■ **MATERIAL PROVIDED**:

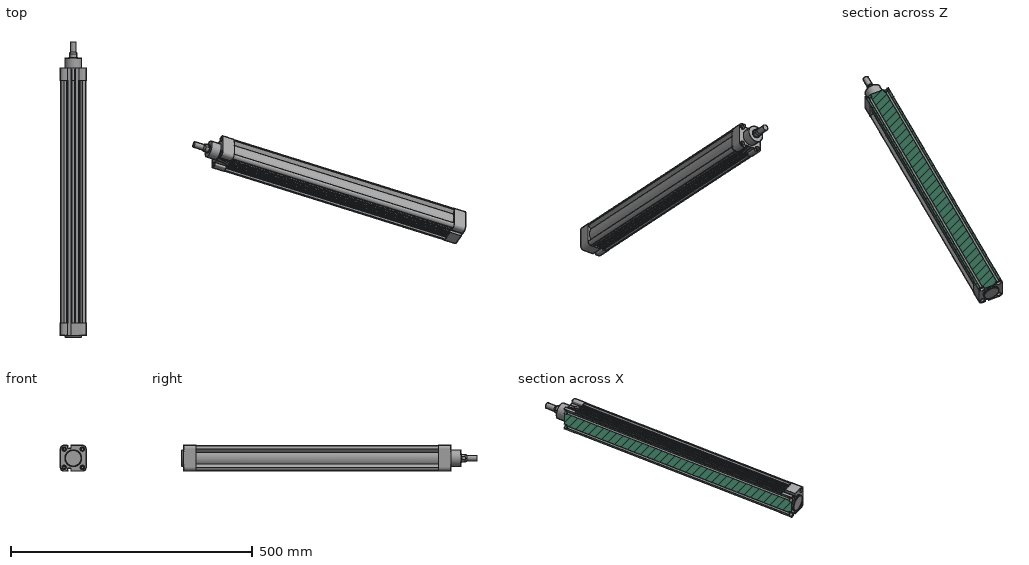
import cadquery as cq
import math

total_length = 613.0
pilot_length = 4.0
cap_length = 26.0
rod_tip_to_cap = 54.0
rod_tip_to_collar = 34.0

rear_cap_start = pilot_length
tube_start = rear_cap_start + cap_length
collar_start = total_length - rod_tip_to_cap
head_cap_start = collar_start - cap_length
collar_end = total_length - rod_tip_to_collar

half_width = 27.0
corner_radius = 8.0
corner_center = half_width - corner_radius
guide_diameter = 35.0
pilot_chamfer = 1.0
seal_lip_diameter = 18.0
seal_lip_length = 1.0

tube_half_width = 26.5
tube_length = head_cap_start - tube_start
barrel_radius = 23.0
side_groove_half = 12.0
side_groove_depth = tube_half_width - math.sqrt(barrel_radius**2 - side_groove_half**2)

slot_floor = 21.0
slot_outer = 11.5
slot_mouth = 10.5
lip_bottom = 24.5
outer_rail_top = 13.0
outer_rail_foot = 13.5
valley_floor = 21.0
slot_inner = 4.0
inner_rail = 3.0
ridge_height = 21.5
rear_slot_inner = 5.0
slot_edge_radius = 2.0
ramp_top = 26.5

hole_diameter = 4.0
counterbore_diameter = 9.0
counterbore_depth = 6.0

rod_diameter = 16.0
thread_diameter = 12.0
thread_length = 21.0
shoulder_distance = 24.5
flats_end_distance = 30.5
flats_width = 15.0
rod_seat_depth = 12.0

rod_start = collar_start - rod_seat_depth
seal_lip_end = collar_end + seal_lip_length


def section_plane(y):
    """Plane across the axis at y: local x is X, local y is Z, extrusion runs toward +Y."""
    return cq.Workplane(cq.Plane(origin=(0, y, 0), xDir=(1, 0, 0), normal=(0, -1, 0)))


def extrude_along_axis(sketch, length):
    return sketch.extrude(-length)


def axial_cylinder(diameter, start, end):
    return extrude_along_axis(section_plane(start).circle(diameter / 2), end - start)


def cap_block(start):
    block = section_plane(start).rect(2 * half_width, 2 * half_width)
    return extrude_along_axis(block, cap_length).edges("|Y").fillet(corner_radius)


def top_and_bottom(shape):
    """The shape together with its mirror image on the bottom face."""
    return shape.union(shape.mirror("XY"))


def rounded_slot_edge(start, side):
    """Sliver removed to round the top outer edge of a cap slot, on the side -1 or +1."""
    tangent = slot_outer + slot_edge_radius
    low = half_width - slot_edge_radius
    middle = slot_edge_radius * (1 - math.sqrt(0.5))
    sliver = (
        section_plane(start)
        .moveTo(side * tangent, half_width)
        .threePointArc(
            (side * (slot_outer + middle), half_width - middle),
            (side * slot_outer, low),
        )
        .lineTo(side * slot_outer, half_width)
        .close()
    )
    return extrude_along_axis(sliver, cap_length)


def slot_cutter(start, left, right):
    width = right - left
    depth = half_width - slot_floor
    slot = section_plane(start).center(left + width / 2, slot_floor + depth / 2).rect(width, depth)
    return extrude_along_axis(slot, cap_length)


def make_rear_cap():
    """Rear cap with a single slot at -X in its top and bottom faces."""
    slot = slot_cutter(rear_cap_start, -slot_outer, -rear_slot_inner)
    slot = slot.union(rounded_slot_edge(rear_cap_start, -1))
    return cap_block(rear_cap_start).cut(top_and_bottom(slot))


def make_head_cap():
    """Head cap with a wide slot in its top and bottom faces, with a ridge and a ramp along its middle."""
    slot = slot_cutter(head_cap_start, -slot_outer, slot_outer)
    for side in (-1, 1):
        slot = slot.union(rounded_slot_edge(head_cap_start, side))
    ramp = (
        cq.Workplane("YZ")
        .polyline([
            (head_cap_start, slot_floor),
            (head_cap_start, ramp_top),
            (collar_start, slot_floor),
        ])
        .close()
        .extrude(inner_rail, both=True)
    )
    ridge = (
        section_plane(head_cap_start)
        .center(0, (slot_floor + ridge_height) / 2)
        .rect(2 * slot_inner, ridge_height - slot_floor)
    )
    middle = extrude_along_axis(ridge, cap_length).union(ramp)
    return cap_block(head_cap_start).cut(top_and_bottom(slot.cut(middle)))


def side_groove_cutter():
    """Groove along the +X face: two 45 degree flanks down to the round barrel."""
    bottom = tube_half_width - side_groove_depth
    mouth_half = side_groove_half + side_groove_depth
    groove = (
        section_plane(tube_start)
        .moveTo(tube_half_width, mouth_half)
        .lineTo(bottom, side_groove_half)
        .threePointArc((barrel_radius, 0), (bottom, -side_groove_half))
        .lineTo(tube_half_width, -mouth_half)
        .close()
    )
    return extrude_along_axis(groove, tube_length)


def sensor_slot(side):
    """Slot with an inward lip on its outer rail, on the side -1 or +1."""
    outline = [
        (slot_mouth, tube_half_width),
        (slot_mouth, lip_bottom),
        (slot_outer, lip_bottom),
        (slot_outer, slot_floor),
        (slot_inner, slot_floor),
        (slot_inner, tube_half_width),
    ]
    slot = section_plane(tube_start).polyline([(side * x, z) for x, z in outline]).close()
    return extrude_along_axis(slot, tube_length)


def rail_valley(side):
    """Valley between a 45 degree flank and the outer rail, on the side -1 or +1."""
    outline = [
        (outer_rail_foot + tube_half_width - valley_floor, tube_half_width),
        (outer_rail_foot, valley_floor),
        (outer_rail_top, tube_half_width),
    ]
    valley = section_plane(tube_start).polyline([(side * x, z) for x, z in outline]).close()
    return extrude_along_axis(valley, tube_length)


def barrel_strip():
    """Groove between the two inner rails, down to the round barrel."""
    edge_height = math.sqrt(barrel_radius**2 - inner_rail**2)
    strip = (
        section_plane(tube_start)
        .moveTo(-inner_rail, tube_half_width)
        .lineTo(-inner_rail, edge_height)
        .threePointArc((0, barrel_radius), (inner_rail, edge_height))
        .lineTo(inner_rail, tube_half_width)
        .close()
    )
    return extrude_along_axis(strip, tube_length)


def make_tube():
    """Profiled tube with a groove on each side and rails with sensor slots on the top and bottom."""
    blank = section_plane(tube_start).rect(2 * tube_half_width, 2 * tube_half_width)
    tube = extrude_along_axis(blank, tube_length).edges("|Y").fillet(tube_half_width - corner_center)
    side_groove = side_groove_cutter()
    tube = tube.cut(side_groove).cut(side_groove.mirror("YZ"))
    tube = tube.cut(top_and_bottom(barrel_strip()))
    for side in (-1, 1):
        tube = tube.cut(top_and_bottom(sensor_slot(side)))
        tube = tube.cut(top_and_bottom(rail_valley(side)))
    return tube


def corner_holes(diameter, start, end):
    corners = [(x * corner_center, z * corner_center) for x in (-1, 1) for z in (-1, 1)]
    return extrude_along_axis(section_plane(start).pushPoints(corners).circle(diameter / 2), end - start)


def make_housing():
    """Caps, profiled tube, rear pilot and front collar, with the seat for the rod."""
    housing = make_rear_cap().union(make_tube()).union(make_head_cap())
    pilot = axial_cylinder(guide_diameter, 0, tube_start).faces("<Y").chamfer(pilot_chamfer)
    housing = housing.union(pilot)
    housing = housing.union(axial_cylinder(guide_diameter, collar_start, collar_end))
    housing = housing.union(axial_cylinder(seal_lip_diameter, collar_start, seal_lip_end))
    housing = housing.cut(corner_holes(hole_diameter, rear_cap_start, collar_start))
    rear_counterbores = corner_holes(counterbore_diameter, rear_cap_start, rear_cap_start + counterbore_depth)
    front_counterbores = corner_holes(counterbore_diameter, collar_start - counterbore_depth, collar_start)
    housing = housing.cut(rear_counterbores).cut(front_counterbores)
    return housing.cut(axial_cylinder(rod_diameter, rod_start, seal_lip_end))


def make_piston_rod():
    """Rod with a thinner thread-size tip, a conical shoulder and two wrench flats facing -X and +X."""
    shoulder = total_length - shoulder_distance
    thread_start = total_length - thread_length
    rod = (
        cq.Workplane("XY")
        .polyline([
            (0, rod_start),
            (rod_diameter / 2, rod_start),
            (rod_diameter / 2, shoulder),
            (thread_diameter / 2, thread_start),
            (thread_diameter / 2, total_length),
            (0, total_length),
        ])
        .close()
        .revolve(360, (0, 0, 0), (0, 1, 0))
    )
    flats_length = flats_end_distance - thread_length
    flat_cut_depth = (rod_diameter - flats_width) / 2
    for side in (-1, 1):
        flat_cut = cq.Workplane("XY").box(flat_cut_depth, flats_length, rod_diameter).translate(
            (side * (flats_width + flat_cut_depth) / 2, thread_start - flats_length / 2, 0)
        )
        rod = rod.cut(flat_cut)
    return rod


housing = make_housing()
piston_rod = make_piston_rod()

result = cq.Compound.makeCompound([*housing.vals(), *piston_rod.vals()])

---

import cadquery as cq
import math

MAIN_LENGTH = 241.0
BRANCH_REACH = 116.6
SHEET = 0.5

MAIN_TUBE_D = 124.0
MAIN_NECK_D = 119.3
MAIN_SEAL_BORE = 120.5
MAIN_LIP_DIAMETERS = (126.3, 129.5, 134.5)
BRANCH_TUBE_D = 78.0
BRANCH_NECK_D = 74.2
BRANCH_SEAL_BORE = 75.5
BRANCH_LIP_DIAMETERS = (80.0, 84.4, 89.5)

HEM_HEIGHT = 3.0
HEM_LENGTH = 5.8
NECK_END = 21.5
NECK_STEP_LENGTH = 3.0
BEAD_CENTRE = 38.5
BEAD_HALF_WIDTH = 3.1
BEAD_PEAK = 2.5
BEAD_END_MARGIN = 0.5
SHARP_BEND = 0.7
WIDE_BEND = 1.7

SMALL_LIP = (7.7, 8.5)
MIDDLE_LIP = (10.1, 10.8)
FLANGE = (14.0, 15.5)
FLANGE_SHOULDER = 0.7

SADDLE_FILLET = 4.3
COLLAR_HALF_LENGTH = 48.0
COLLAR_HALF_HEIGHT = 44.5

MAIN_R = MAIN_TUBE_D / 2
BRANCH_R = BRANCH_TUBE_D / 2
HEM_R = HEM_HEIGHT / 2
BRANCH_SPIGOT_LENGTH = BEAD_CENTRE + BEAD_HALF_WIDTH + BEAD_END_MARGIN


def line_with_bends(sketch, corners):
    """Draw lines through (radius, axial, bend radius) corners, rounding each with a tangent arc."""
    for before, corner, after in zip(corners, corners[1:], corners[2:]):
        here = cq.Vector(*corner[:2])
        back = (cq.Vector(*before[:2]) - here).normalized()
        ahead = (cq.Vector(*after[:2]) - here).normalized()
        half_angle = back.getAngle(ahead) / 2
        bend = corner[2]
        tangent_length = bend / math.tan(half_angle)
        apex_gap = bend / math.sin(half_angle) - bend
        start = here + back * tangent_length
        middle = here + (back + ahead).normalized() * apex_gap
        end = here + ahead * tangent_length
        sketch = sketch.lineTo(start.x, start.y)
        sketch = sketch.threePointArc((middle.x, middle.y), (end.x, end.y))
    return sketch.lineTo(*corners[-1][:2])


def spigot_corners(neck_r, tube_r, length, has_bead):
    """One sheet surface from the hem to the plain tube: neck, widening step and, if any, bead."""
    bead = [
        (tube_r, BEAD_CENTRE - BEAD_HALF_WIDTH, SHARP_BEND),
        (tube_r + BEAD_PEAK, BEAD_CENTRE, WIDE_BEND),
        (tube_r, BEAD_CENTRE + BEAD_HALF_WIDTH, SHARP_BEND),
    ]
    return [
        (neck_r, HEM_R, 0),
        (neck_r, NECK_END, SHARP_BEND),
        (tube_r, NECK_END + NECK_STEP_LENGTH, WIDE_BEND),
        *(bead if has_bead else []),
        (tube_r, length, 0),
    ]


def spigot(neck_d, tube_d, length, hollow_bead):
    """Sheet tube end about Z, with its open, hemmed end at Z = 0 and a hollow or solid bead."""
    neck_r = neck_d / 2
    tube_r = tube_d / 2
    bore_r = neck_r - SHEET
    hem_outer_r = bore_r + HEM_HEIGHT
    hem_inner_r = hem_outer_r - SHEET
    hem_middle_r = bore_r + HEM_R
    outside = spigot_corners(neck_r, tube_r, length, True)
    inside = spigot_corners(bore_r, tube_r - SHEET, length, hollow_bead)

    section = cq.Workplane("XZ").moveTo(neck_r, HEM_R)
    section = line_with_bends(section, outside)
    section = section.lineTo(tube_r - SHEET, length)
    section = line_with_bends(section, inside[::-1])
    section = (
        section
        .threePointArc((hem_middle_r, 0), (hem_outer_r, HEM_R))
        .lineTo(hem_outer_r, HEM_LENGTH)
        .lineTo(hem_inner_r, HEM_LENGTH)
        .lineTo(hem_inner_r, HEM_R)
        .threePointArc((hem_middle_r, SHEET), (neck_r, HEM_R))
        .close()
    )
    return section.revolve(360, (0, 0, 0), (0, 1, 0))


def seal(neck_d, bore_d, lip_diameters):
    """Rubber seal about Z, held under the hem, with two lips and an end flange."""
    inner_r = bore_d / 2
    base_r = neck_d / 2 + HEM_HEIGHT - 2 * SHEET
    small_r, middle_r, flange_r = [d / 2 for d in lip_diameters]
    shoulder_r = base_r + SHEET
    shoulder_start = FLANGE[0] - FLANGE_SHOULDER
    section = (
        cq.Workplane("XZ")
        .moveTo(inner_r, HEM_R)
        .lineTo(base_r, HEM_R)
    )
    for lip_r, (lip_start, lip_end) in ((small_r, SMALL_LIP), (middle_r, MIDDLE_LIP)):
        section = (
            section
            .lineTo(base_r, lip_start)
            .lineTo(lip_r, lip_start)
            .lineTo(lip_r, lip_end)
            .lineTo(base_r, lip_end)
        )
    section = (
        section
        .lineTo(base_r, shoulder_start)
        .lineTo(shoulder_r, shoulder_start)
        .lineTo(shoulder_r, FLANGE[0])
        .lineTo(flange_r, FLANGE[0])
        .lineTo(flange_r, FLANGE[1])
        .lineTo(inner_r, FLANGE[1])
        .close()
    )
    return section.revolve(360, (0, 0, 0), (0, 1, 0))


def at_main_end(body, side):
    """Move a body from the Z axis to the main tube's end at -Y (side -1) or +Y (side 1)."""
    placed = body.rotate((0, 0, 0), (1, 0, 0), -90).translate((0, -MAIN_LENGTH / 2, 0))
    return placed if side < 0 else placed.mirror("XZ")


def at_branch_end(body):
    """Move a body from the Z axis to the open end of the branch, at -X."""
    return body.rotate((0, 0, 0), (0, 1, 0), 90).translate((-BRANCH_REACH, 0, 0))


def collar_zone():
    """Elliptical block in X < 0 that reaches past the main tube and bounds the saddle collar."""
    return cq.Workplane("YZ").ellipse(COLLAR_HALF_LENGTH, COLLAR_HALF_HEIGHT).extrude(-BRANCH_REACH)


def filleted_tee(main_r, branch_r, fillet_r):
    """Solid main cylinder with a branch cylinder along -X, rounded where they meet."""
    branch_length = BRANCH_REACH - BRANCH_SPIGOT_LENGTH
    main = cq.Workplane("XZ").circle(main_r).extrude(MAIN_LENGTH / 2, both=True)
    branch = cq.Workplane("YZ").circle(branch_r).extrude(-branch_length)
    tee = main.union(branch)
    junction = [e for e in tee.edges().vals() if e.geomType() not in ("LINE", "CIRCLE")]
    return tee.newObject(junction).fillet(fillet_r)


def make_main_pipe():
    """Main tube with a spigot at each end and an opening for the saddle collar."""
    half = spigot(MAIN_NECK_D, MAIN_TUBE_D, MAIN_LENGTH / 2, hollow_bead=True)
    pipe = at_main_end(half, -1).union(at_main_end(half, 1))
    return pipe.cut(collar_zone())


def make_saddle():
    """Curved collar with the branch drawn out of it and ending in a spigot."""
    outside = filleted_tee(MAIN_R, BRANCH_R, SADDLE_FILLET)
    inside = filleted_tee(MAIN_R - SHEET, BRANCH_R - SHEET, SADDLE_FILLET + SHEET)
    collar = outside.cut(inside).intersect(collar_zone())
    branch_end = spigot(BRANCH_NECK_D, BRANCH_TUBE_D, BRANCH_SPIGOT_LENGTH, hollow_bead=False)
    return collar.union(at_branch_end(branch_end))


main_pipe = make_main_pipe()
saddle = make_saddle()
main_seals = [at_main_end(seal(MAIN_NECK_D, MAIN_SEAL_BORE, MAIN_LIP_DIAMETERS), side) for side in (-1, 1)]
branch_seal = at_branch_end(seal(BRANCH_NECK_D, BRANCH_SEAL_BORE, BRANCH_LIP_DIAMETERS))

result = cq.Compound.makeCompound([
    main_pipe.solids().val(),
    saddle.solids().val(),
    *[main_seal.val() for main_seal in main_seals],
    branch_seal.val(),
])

■ **PROBLEM DESCRIPTION**: Examine the listing above and state the number of lines that contain the word "True", with no further remarks.

■ **WRITTEN SOLUTION**: 4